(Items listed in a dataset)
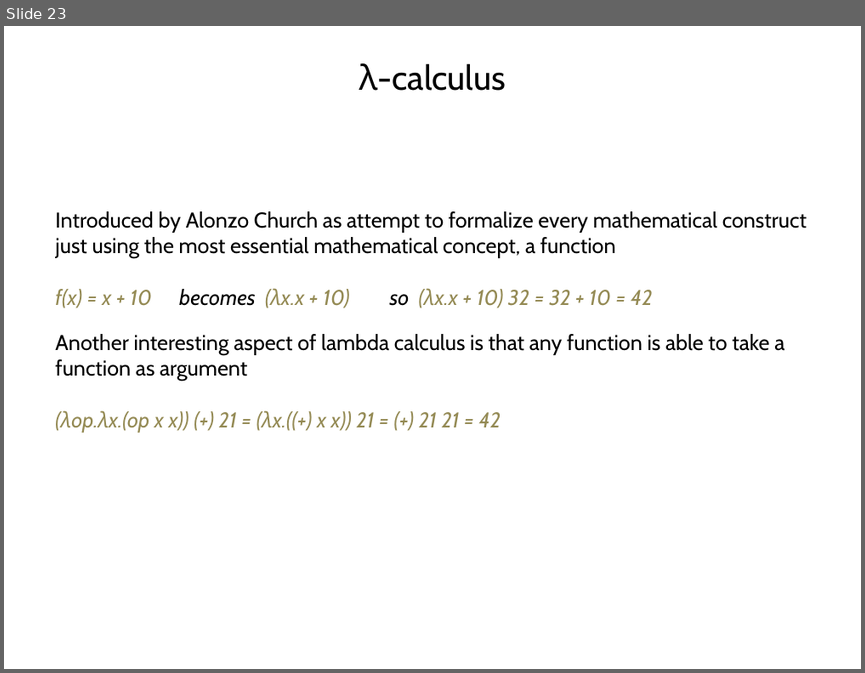
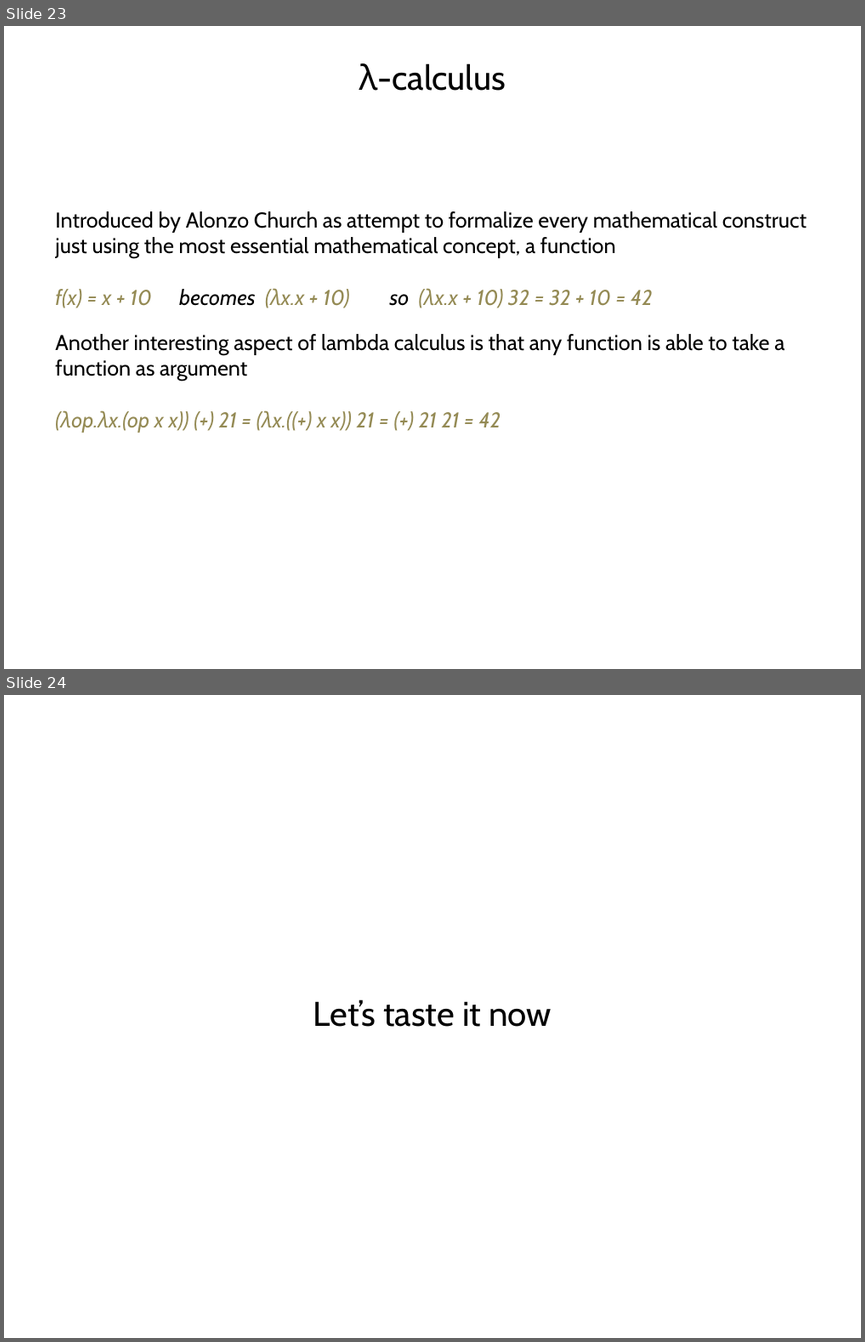
Before and after one commit to vba/presentations, a slide deck: fsharp/part1/presentation.pptx. Shown one above the other, each under a label of ours: slide 23 before the commit, slides 23 and 24 after it. The pictures are 865x673 and 865x1342 pixels, drawn with LibreOffice and Linux fonts; fonts in the diff are those of the drawing. Boxes give left, top, right and bottom in pixels: in the first picture for what was removed or moved away, otherwise in the second. Text is boxed around its words. In the diff, an @@ line names an element or a change of style, - is before the commit and + after.

```diff
--- a/fsharp/part1/presentation.pptx
+++ b/fsharp/part1/presentation.pptx
@@ slide 24 added at box(4, 695, 861, 1338), background #FFFFFF @@
@@ title added at box(313, 999, 551, 1027), 28.8 pt, text #000000 @@
+Let’s taste it now
```
Also in this commit, not shown: 1 other slide added, 1 other file.

Task goal » What is needed is a word-for-word restatement of the entries, minus any pictures.

Final answer »
Before and after one commit to vba/presentations, a slide deck: fsharp/part1/presentation.pptx. Shown one above the other, each under a label of ours: slide 23 before the commit, slides 23 and 24 after it. The pictures are 865x673 and 865x1342 pixels, drawn with LibreOffice and Linux fonts; fonts in the diff are those of the drawing. Boxes give left, top, right and bottom in pixels: in the first picture for what was removed or moved away, otherwise in the second. Text is boxed around its words. In the diff, an @@ line names an element or a change of style, - is before the commit and + after.

```diff
--- a/fsharp/part1/presentation.pptx
+++ b/fsharp/part1/presentation.pptx
@@ slide 24 added at box(4, 695, 861, 1338), background #FFFFFF @@
@@ title added at box(313, 999, 551, 1027), 28.8 pt, text #000000 @@
+Let’s taste it now
```
Also in this commit, not shown: 1 other slide added, 1 other file.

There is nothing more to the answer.